Year 1

Great progress has been made in determining how mitochondria function in human embryonic stem cells (hESCs) and human induced pluripotent stem cells (hiPSCs) in comparison to differentiated derivative cells, such as fibroblasts, and cancer cells. It has been assumed without much data, based largely on overall appearance under the microscope, that human pluripotent stem cells (hPSCs) contain underdeveloped, bioenergetically inactive mitochondria. In contrast, differentiated cells harbor a mature mitochondrial network, with oxidative phosphorylation (OXPHOS) as the main energy source. A role for mitochondria in hPSC bioenergetics therefore remained uncertain. In just completed work funded by this CIRM Basic Biology I grant (RB1-01397), we have shown that hPSC mitochondria have functional respiration complexes that consume oxygen, which is inconsistent with the notion that hPSC mitochondria are non-functional. Despite this, energy generated in hPSCs is mainly by mechanisms that are independent of mitochondria.

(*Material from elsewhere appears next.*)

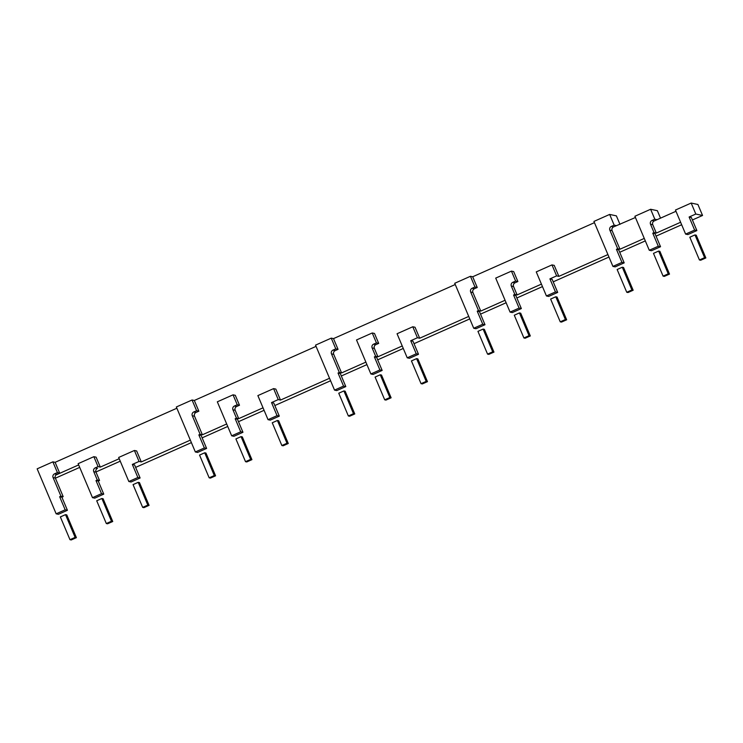 <?xml version="1.0" encoding="UTF-8"?>
<svg xmlns="http://www.w3.org/2000/svg" width="743" height="743" viewBox="0 0 743 743"><rect width="100%" height="100%" fill="white"/><g stroke="black" fill="none" stroke-linecap="round" stroke-linejoin="round"><path stroke-width="1.11" d="M198.845 434.878L204.362 447.955L195.344 451.967L176.342 406.978L192.066 399.994L196.598 410.721L193.756 411.975A2.861 2.805 -78 0 0 192.288 415.736L200.127 434.302L198.845 434.878L201.084 435.352L206.61 448.428L204.362 447.955M206.61 448.428L197.592 452.441L195.344 451.967M316.063 346.368L194.313 400.468L198.845 411.195L196.598 410.721M194.313 400.468L192.066 399.994M198.845 411.195L196.003 412.458A2.861 2.805 -78 0 0 194.536 416.21L202.375 434.785L200.127 434.302M176.871 408.223L55.121 462.322L52.874 461.849L57.406 472.567L54.564 473.83A2.861 2.805 -78 0 0 53.097 477.591L60.935 496.157L59.644 496.733L65.17 509.809L56.152 513.812L37.15 468.833L52.874 461.849M56.152 513.812L58.4 514.295L67.418 510.283L61.892 497.206L63.183 496.64L55.344 478.065A2.861 2.805 102 0 1 56.812 474.303L59.644 473.05L55.121 462.322M55.799 475.065L78.656 464.914M119.205 458.7L100.305 467.096L96.107 457.159L93.859 456.685L98.057 466.623L95.225 467.876A2.861 2.805 -78 0 0 93.748 471.638L97.287 480.006L95.996 480.582L101.522 493.658L92.494 497.671L78.136 463.669L93.859 456.685M137.864 477.508L140.111 477.981L134.585 464.904L132.338 464.431L137.864 477.508L128.836 481.52L118.676 457.456L134.399 450.472L136.647 450.945L141.291 461.932L190.347 440.125M233.051 394.83L235.299 395.304L239.497 405.241L236.655 406.505A2.861 2.805 -78 0 0 235.187 410.266L238.717 418.634L236.478 418.151L235.187 418.727L240.713 431.804L231.686 435.816L217.327 401.814L233.051 394.83L237.249 404.768L234.416 406.022A2.861 2.805 -78 0 0 232.94 409.783L236.478 418.151M231.686 435.816L233.934 436.29L242.952 432.277L240.713 431.804M242.952 432.277L237.435 419.201L235.187 418.727M239.497 405.241L237.249 404.768M338.037 373.023L343.554 386.1L334.536 390.112L315.534 345.133L331.257 338.139L335.79 348.866L332.957 350.12A2.861 2.805 -78 0 0 331.48 353.882L339.328 372.447L338.037 373.023L340.285 373.497L345.801 386.574L343.554 386.1M345.801 386.574L336.783 390.586L334.536 390.112M455.255 284.513L333.505 338.613L338.037 349.34L335.79 348.866M333.505 338.613L331.257 338.139M338.037 349.34L335.195 350.603A2.861 2.805 -78 0 0 333.728 354.365L341.566 372.93L339.328 372.447M202.375 434.785L226.689 423.974M238.717 418.634L263.031 407.823M277.055 415.653L279.303 416.126L273.777 403.05L271.529 402.576L277.055 415.653L268.037 419.665L257.867 395.601L273.591 388.617L275.839 389.091L280.483 400.078L329.539 378.271M372.243 332.975L374.491 333.449L378.689 343.387L375.856 344.65A2.861 2.805 -78 0 0 374.379 348.411L377.918 356.779L375.67 356.296L374.379 356.872L379.905 369.949L370.878 373.961L356.519 339.96L372.243 332.975L376.441 342.913L373.608 344.176A2.861 2.805 -78 0 0 372.132 347.928L375.67 356.296M370.878 373.961L373.125 374.435L382.153 370.423L379.905 369.949M382.153 370.423L376.627 357.346L374.379 356.872M378.689 343.387L376.441 342.913M477.229 311.168L482.755 324.245L473.728 328.257L454.725 283.278L470.449 276.285L474.981 287.012L472.149 288.265A2.861 2.805 -78 0 0 470.672 292.027L478.52 310.602L477.229 311.168L479.476 311.642L484.993 324.719L482.755 324.245M484.993 324.719L475.975 328.731L473.728 328.257M594.446 222.659L472.697 276.767L477.229 287.485L474.981 287.012M472.697 276.767L470.449 276.285M477.229 287.485L474.396 288.748A2.861 2.805 -78 0 0 472.919 292.51L480.758 311.076L478.52 310.602M341.566 372.93L365.881 362.12M377.918 356.779L402.223 345.969M416.247 353.798L418.495 354.272L412.969 341.195L410.721 340.721L416.247 353.798L407.229 357.81L397.059 333.746L412.783 326.762L415.031 327.236L419.674 338.223L468.731 316.425M511.435 271.121L513.682 271.594L517.88 281.532L515.048 282.795A2.861 2.805 -78 0 0 513.571 286.557L517.109 294.925L514.862 294.451L513.571 295.017L519.097 308.094L510.079 312.106L495.711 278.105L511.435 271.121L515.633 281.058L512.8 282.321A2.861 2.805 -78 0 0 511.323 286.083L514.862 294.451M510.079 312.106L512.317 312.58L521.345 308.568L519.097 308.094M521.345 308.568L515.818 295.5L513.571 295.017M517.88 281.532L515.633 281.058M616.421 249.314L621.947 262.39L612.919 266.403L593.926 221.423L609.65 214.43L614.173 225.157L611.34 226.42A2.861 2.805 -78 0 0 609.864 230.172L617.712 248.747L616.421 249.314L618.668 249.797L624.194 262.864L621.947 262.39M624.194 262.864L615.167 266.876L612.919 266.403M635.432 217.495L613.588 226.894A2.861 2.805 -78 0 0 612.111 230.655L619.959 249.221L617.712 248.747M616.421 225.631L614.173 225.157M480.758 311.076L505.073 300.274M517.109 294.925L541.424 284.123M555.439 291.943L557.687 292.417L552.16 279.349L549.913 278.866L555.439 291.943L546.421 295.955L536.26 271.892L551.984 264.907L554.222 265.381L558.866 276.368L607.923 254.57M619.959 249.221L644.265 238.419M675.972 211.281L654.239 220.94A2.861 2.805 -78 0 0 652.763 224.702L656.301 233.07L654.054 232.596L652.763 233.163L658.289 246.239L649.271 250.252L634.903 216.25L650.627 209.266L654.824 219.204L651.992 220.467A2.861 2.805 -78 0 0 650.515 224.228L654.054 232.596M649.271 250.252L651.509 250.725L660.536 246.713L658.289 246.239M660.536 246.713L655.01 233.646L652.763 233.163M657.072 219.677L654.824 219.204M656.301 233.07L680.616 222.268M689.114 217.012L694.631 230.089L685.613 234.101L675.452 210.037L691.176 203.053L695.81 214.04L689.114 217.012L691.352 217.495L696.878 230.571L694.631 230.089M696.878 230.571L687.86 234.574L685.613 234.101M551.984 264.907L556.618 275.894L549.913 278.866M558.866 276.368L556.618 275.894M557.687 292.417L548.668 296.429L546.421 295.955M412.783 326.762L417.427 337.749L410.721 340.721M419.674 338.223L417.427 337.749M418.495 354.272L409.467 358.284L407.229 357.81M273.591 388.617L278.235 399.595L271.529 402.576M280.483 400.078L278.235 399.595M279.303 416.126L270.276 420.139L268.037 419.665M134.399 450.472L139.043 461.449L132.338 464.431M141.291 461.932L139.043 461.449M140.111 477.981L131.084 481.993L128.836 481.52M695.81 214.04L702.553 215.47L692.402 219.974M681.665 224.748L656.06 236.125M645.314 240.899L619.718 252.276M608.972 257.05L553.21 281.829M542.464 286.603L516.868 297.98M506.122 302.754L480.526 314.131M469.78 318.905L414.018 343.684M403.273 348.458L377.676 359.835M366.931 364.609L341.325 375.986M330.589 380.76L274.826 405.539M264.081 410.312L238.484 421.69M227.739 426.463L202.133 437.841M191.397 442.614L135.635 467.393M702.553 215.47L697.909 204.483L691.176 203.053M79.705 467.393L55.391 478.195M650.627 209.266L657.369 210.696L660.518 218.154M609.65 214.43L616.384 215.86L619.978 224.367M120.255 461.18L95.94 471.981M92.494 497.671L94.742 498.144L103.76 494.132L98.243 481.055L99.525 480.489L95.996 472.121A2.861 2.805 102 0 1 97.463 468.359L95.225 467.876M99.525 480.489L97.287 480.006M98.243 481.055L95.996 480.582M103.76 494.132L101.522 493.658M100.305 467.096L98.057 466.623M61.892 497.206L59.644 496.733M63.183 496.64L60.935 496.157M67.418 510.283L65.17 509.809M59.644 473.05L57.406 472.567M69.972 539.678L60.359 516.924L65.514 514.639L75.127 537.393L69.972 539.678L71.235 539.947L76.39 537.653L75.127 537.393M76.39 537.653L66.777 514.908L65.514 514.639M106.314 523.527L96.711 500.773L101.865 498.488L111.478 521.242L106.314 523.527L107.577 523.796L112.732 521.502L111.478 521.242M112.732 521.502L103.119 498.757L101.865 498.488M142.665 507.376L133.053 484.622L138.207 482.337L147.82 505.091L142.665 507.376L143.919 507.645L149.074 505.351L147.82 505.091M149.074 505.351L139.47 482.606L138.207 482.337M209.164 477.823L199.551 455.078L204.715 452.784L214.318 475.539L209.164 477.823L210.427 478.093L215.581 475.799L214.318 475.539M215.581 475.799L205.969 453.054L204.715 452.784M245.515 461.672L235.903 438.927L241.057 436.633L250.67 459.388L245.515 461.672L246.769 461.942L251.923 459.648L250.67 459.388M251.923 459.648L242.32 436.903L241.057 436.633M281.857 445.521L272.244 422.776L277.399 420.482L287.012 443.237L281.857 445.521L283.12 445.791L288.275 443.497L287.012 443.237M288.275 443.497L278.662 420.752L277.399 420.482M348.356 415.969L338.752 393.223L343.907 390.929L353.51 413.684L348.356 415.969L349.619 416.238L354.773 413.944L353.51 413.684M354.773 413.944L345.161 391.199L343.907 390.929M384.707 399.818L375.094 377.072L380.249 374.778L389.861 397.533L384.707 399.818L385.961 400.087L391.115 397.793L389.861 397.533M391.115 397.793L381.512 375.048L380.249 374.778M421.049 383.667L411.436 360.922L416.591 358.628L426.203 381.382L421.049 383.667L422.312 383.936L427.466 381.651L426.203 381.382M427.466 381.651L417.854 358.897L416.591 358.628M487.557 354.114L477.944 331.369L483.099 329.075L492.711 351.829L487.557 354.114L488.81 354.383L493.965 352.098L492.711 351.829M493.965 352.098L484.352 329.344L483.099 329.075M523.899 337.963L514.286 315.218L519.441 312.924L529.053 335.678L523.899 337.963L525.152 338.232L530.316 335.947L529.053 335.678M530.316 335.947L520.704 313.193L519.441 312.924M560.241 321.821L550.628 299.067L555.783 296.773L565.395 319.527L560.241 321.821L561.504 322.081L566.658 319.796L565.395 319.527M566.658 319.796L557.046 297.042L555.783 296.773M626.748 292.268L617.136 269.514L622.29 267.22L631.903 289.974L626.748 292.268L628.002 292.528L633.157 290.244L631.903 289.974M633.157 290.244L623.553 267.489L622.29 267.22M663.09 276.117L653.478 253.363L658.632 251.069L668.245 273.823L663.09 276.117L664.353 276.377L669.508 274.093L668.245 273.823M669.508 274.093L659.895 251.338L658.632 251.069M699.432 259.966L689.82 237.212L694.984 234.918L704.587 257.672L699.432 259.966L700.695 260.226L705.85 257.942L704.587 257.672M705.85 257.942L696.237 235.187L694.984 234.918M196.003 412.458L193.756 411.975M194.536 416.21L192.288 415.736M236.655 406.505L234.416 406.022M235.187 410.266L232.94 409.783M335.195 350.603L332.957 350.12M333.728 354.365L331.48 353.882M375.856 344.65L373.608 344.176M374.379 348.411L372.132 347.928M474.396 288.748L472.149 288.265M472.919 292.51L470.672 292.027M515.048 282.795L512.8 282.321M513.571 286.557L511.323 286.083M613.588 226.894L611.34 226.42M612.111 230.655L609.864 230.172M654.239 220.94L651.992 220.467M652.763 224.702L650.515 224.228M95.996 472.121L93.748 471.638M56.812 474.303L54.564 473.83M55.344 478.065L53.097 477.591"/></g></svg>

To help maintain intact hPSC mitochondria and overall cell viability, energy from imported glucose is burned rather than produced within mitochondria, forming an overall unusual pattern of energy utilization in hPSCs compared with differentiated cells. Combined, our data show that hPSC mitochondria are energetically functional and suggest a key mechanism(s) remaining to be discovered that converts this unique form of hPSC bioenergetics to oxygen consumption-coupled energy production within mitochondria during differentiation. Results of this work are currently under submission for publication.